• _DIRECTIONS_: Output the lines of the records exactly, from the first through the one containing "Two runs of". Omit all pictures.

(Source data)
━━━━━━━━━━━━━━━━━━━━━━━━━━━━━━
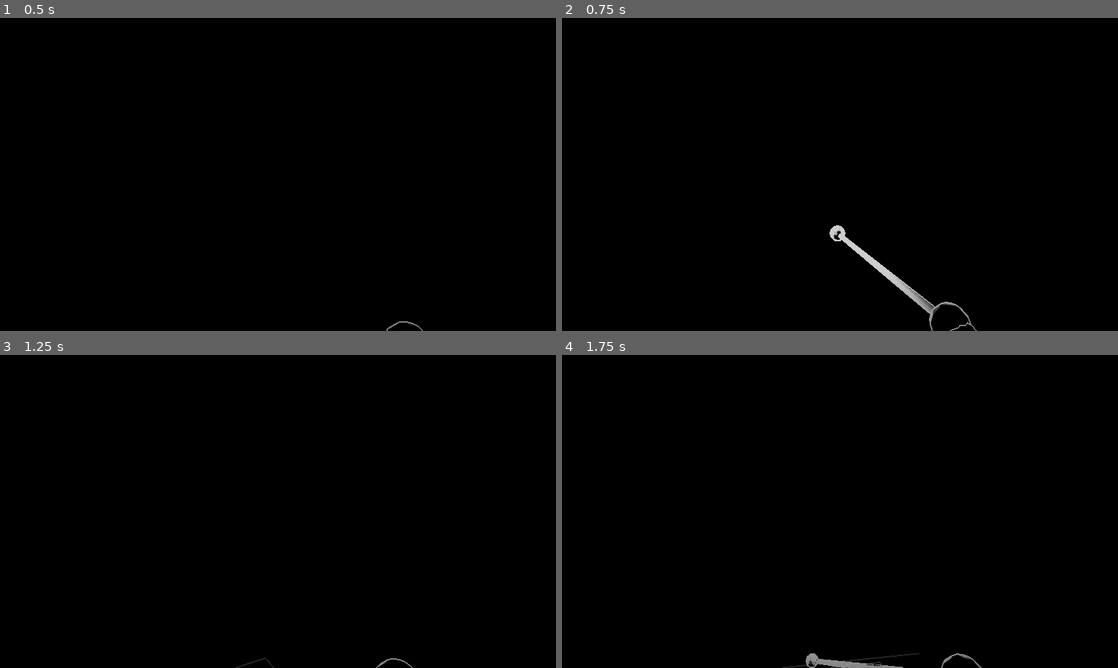
Above: before the commit, frames 1-4 (two rows, left to right).
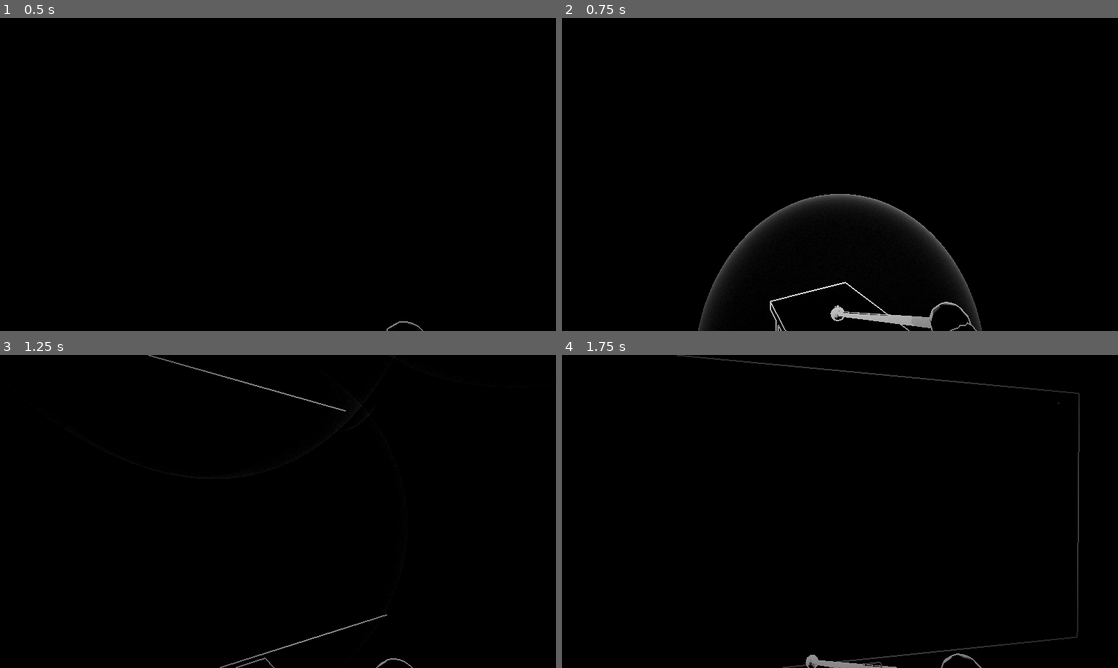
Above: after the commit, the same moments.

Repository: cleveralbatraoz/unseeing
Game: Godot game, scene res://scenes/main.tscn
Two runs of this game, one before a commit and one after it. Both use one fixed random seed, a clock stepped at 60 frames per second and the inputs below.
Inputs (mouse positions are in pixels of both pictures, inside the frame that each line leads up to):
- Up to frame 1 (0.5 s): no input
- Up to frame 2 (0.75 s): tap Enter at 0.5 s; move the mouse to (867, 174) at 0.52 s; hold W (move_forward) from 0.53 s (still down); click (867, 174) at 0.6 s
- Up to frame 3 (1.25 s): keep holding W (move_forward)
- Up to frame 4 (1.75 s): keep holding W (move_forward); move the mouse to (812, 511) at 1.27 s; click (812, 511) at 1.35 s

Frame 1 is identical in both runs. In frame 2, 3.4% of the frame differs, in the area x 24-76%, y 56-100%; in frame 3, 0.3%; in frame 4, 0.8%.

Commit message:
Cane rests on surfaces and taps what it touches; honest echo shadows
The cane tip now settles onto whatever surface it reaches — floor,
tabletop, chair seat — via a shared physics helper (reach forward,
shortened by walls at cane height, then drop to the first support), so
it visibly lies ON furniture instead of truncating at edges. Tapping
strikes the aimed point when the gaze ray connects, otherwise it taps
whatever the cane is resting on — no precision aiming needed to sound
out a table. Reflections now sample only the hemisphere in front of the
struck surface, cast from just off it: rays no longer start inside the
collider and leak echoes into the acoustic shadow. Performance: echoes
and footsteps expire much sooner (both shaders loop live slots per
pixel) and echo caps are tighter.

Diff:
--- a/game/scripts/hero_body.gd
+++ b/game/scripts/hero_body.gd
@@ -88,28 +88,16 @@
 	var hand: Vector3 = v2w.call(0.30 + bx, -0.40 + by - 0.03 * thrust, 0.55 + 0.16 * thrust)
 	var elbow: Vector3 = v2w.call(0.48 + bx * 0.5, -0.64 + by * 0.5, 0.26)
 
-	# rest tip: on the ground ahead (body yaw + sweep), never through a wall
-	var fw := -player.global_transform.basis.z
-	var dir := Vector3(fw.x, 0, fw.z).normalized().rotated(Vector3.UP, _cane_swing * (1.0 - thrust))
-	var from := player.global_position
-	var query := PhysicsRayQueryParameters3D.create(
-		Vector3(from.x, EYE, from.z), Vector3(from.x, EYE, from.z) + dir * 3.4)
-	var hit := player.get_world_3d().direct_space_state.intersect_ray(query)
-	var wall_d := 3.4
-	if hit:
-		wall_d = (hit.position - Vector3(from.x, EYE, from.z)).length()
-	var reach := minf(1.7, wall_d - 0.06)
+	# rest: the tip lies on whatever surface the cane reaches — floor, table,
+	# chair seat — via the shared physics helper; a small hover animates the
+	# sweep so the tip touches down at the extremes like real technique
+	var rest: Dictionary = player.cane_tip_rest(_cane_swing * (1.0 - thrust))
+	var rest_tip: Vector3 = rest.tip
 	var moving := _walk_amp > 0.5
 	var lift := maxf(0.0, 1.0 - absf(_cane_swing) / 0.26) if moving else 0.3
-	var rest_tip := Vector3(from.x + dir.x * reach, 0.03 + 0.14 * lift * (1.0 - thrust), from.z + dir.z * reach)
+	rest_tip.y += 0.12 * lift * (1.0 - thrust)
 	var target: Vector3 = player.tap_target
 	var tip := rest_tip.lerp(target, clampf(thrust, 0.0, 1.0))
-	# the cane is a physical object: clamp the shaft against whatever it
-	# actually touches — tables, chairs, walls — at any height
-	var shaft_q := PhysicsRayQueryParameters3D.create(hand, tip)
-	var shaft_hit := player.get_world_3d().direct_space_state.intersect_ray(shaft_q)
-	if shaft_hit:
-		tip = shaft_hit.position - (tip - hand).normalized() * 0.03
 
 	_cane_mesh.clear_surfaces()
 	_cane_mesh.surface_begin(Mesh.PRIMITIVE_TRIANGLES)
@@ -164,7 +152,7 @@
 	var shoe: Vector3 = _shoe[0 if _step_side < 0 else 1]
 	# footsteps reflect too, weakly — walking quietly sketches what is near
 	pulses.emit_reflecting(2, Vector3(shoe.x, 0.04, shoe.z), 1.6, 4.0, 0.8, now,
-			player.get_world_3d().direct_space_state, 4)
+			player.get_world_3d().direct_space_state, 2, Vector3.UP)
 	_step_side = -_step_side
 	_step_t = 0.42
 
--- a/game/scripts/main.gd
+++ b/game/scripts/main.gd
@@ -95,7 +95,7 @@
 		return
 	_demo_next = now + 4.0   # repeat, so any screenshot timing catches a wave
 	pulses.emit_reflecting(0, Vector3(6.4, 0.8, 4.0), 6.0, 5.5, 1.0, now,
-			player.get_world_3d().direct_space_state, 8)
+			player.get_world_3d().direct_space_state, 8, Vector3(-1, 0, 0))
 
 ## The "hearing" pass: a fullscreen quad glued to the camera. It edge-detects
 ## the data the world pass wrote (reveal / normals / depth) and ray-traces the
--- a/game/scripts/player.gd
+++ b/game/scripts/player.gd
@@ -76,19 +76,46 @@
 	var hit := get_world_3d().direct_space_state.intersect_ray(query)
 	var space := get_world_3d().direct_space_state
 	if hit:
+		# aimed strike: the wave is born exactly where you looked
 		tap_target = hit.position
 		var floorish: bool = hit.normal.y > 0.7 and hit.position.y < 0.2
-		if floorish:
-			pulses.emit_reflecting(0, tap_target, 5.0, 5.5, 0.85, now, space, 8)
-		else:
-			pulses.emit_reflecting(0, tap_target, 6.0, 5.5, 1.0, now, space, 8)
-	elif pitch <= -0.12:
-		var df := minf(1.6, EYE / tan(-pitch))
-		var p := from + flat * df
-		tap_target = Vector3(p.x, 0.02, p.z)
-		pulses.emit_reflecting(0, tap_target, 5.0, 5.5, 0.85, now, space, 8)
+		var r := 5.0 if floorish else 6.0
+		var g := 0.85 if floorish else 1.0
+		pulses.emit_reflecting(0, tap_target, r, 5.5, g, now, space, 6, hit.normal)
+		return
+	var rest := cane_tip_rest(0.0)
+	var raised: bool = rest.supported and rest.tip.y > 0.15
+	if raised or (rest.supported and pitch <= -0.12):
+		# no aim needed: tap whatever the cane is physically resting on —
+		# tabletop, chair seat, or (when looking down) the floor
+		tap_target = rest.tip
+		var r2 := 6.0 if raised else 5.0
+		var g2 := 1.0 if raised else 0.85
+		pulses.emit_reflecting(0, tap_target, r2, 5.5, g2, now, space, 6, Vector3.UP)
 	else:
-		# air swish: the cane still reaches out, but air reflects nothing
+		# air swish: the cane sweeps up through nothing; air reflects nothing
 		var hy := clampf(EYE + tan(pitch) * 1.5, 0.3, 1.7)
 		var p := from + flat * 1.5
 		tap_target = Vector3(p.x, hy, p.z)
+
+## Where the cane tip naturally rests for a given sweep offset: reach forward
+## (walls shorten the reach at cane height), then settle onto the first
+## supporting surface below — floor, tabletop, chair seat. This is the cane
+## "touching" the world; the tap and the visuals both use it.
+func cane_tip_rest(yaw_offset: float) -> Dictionary:
+	var fw := -global_transform.basis.z
+	var dir := Vector3(fw.x, 0, fw.z).normalized().rotated(Vector3.UP, yaw_offset)
+	var space := get_world_3d().direct_space_state
+	var from := Vector3(global_position.x, 0.85, global_position.z)
+	var wall := space.intersect_ray(PhysicsRayQueryParameters3D.create(from, from + dir * 3.4))
+	var wall_d := 3.4
+	if wall:
+		wall_d = (wall.position - from).length()
+	var reach := minf(CANE_REACH, wall_d - 0.06)
+	var px := global_position.x + dir.x * reach
+	var pz := global_position.z + dir.z * reach
+	var down := space.intersect_ray(PhysicsRayQueryParameters3D.create(
+			Vector3(px, 1.05, pz), Vector3(px, -0.1, pz)))
+	if down:
+		return { tip = Vector3(px, down.position.y + 0.02, pz), supported = true }
+	return { tip = Vector3(px, 0.02, pz), supported = false }
--- a/game/scripts/pulses.gd
+++ b/game/scripts/pulses.gd
@@ -66,16 +66,29 @@
 	var omni := beam_dir == Vector3.ZERO
 	dir[slot] = Vector4(beam_dir.x, beam_dir.y, beam_dir.z, -2.0 if omni else cos_half)
 	_t0[slot] = now
-	_end[slot] = now + max_r / speed + 6.0   # ring time + outline fade tail
+	# ring time + outline-fade tail; echoes and footsteps expire sooner so the
+	# live-slot count (which both shaders loop over per pixel) stays small
+	var tail := 6.0
+	if type == 1:
+		tail = 3.5
+	elif type == 2:
+		tail = 2.5
+	_end[slot] = now + max_r / speed + tail
 	_type[slot] = type
 
 ## Emit a primary sound AND schedule its reflections off the environment.
 ## `space` is the physics space to sample; `max_echoes` caps slot pressure.
+## `origin_normal` is the normal of the surface the sound was born on: rays
+## sample only the hemisphere in FRONT of it, cast from just off the surface —
+## otherwise rays start inside the struck collider and leak through into the
+## acoustic shadow, answering from places the wave never reached.
 func emit_reflecting(type: int, at: Vector3, max_r: float, speed: float,
-		gain: float, now: float, space: PhysicsDirectSpaceState3D, max_echoes: int) -> void:
+		gain: float, now: float, space: PhysicsDirectSpaceState3D, max_echoes: int,
+		origin_normal := Vector3.ZERO) -> void:
 	emit(type, at, max_r, speed, gain, now)
 	if space == null:
 		return
+	var origin := at + origin_normal * 0.08
 	# Fibonacci-sphere ray fan: uniform directions, each ray asks the real
 	# colliders what the wave will touch first in that direction
 	const RAYS := 26
@@ -85,11 +98,13 @@
 		var r := sqrt(maxf(0.0, 1.0 - y * y))
 		var phi := float(i) * 2.399963
 		var d3 := Vector3(r * cos(phi), y, r * sin(phi))
-		var query := PhysicsRayQueryParameters3D.create(at, at + d3 * minf(max_r * 0.8, 6.0))
+		if origin_normal != Vector3.ZERO and d3.dot(origin_normal) < 0.05:
+			continue   # into the surface: that direction is the wave's shadow
+		var query := PhysicsRayQueryParameters3D.create(origin, origin + d3 * minf(max_r * 0.8, 6.0))
 		var hit := space.intersect_ray(query)
 		if hit.is_empty():
 			continue
-		var dist: float = (hit.position - at).length()
+		var dist: float = (hit.position - origin).length()
 		if dist < 0.3:
 			continue   # the surface the sound itself was born on
 		# cluster nearby hits so a flat wall answers as a few points, not 26
━━━━━━━━━━━━━━━━━━━━━━━━━━━━━━
• _YOUR SOLUTION_:
Above: before the commit, frames 1-4 (two rows, left to right).
Above: after the commit, the same moments.

Repository: cleveralbatraoz/unseeing
Game: Godot game, scene res://scenes/main.tscn
Two runs of this game, one before a commit and one after it. Both use one fixed random seed, a clock stepped at 60 frames per second and the inputs below.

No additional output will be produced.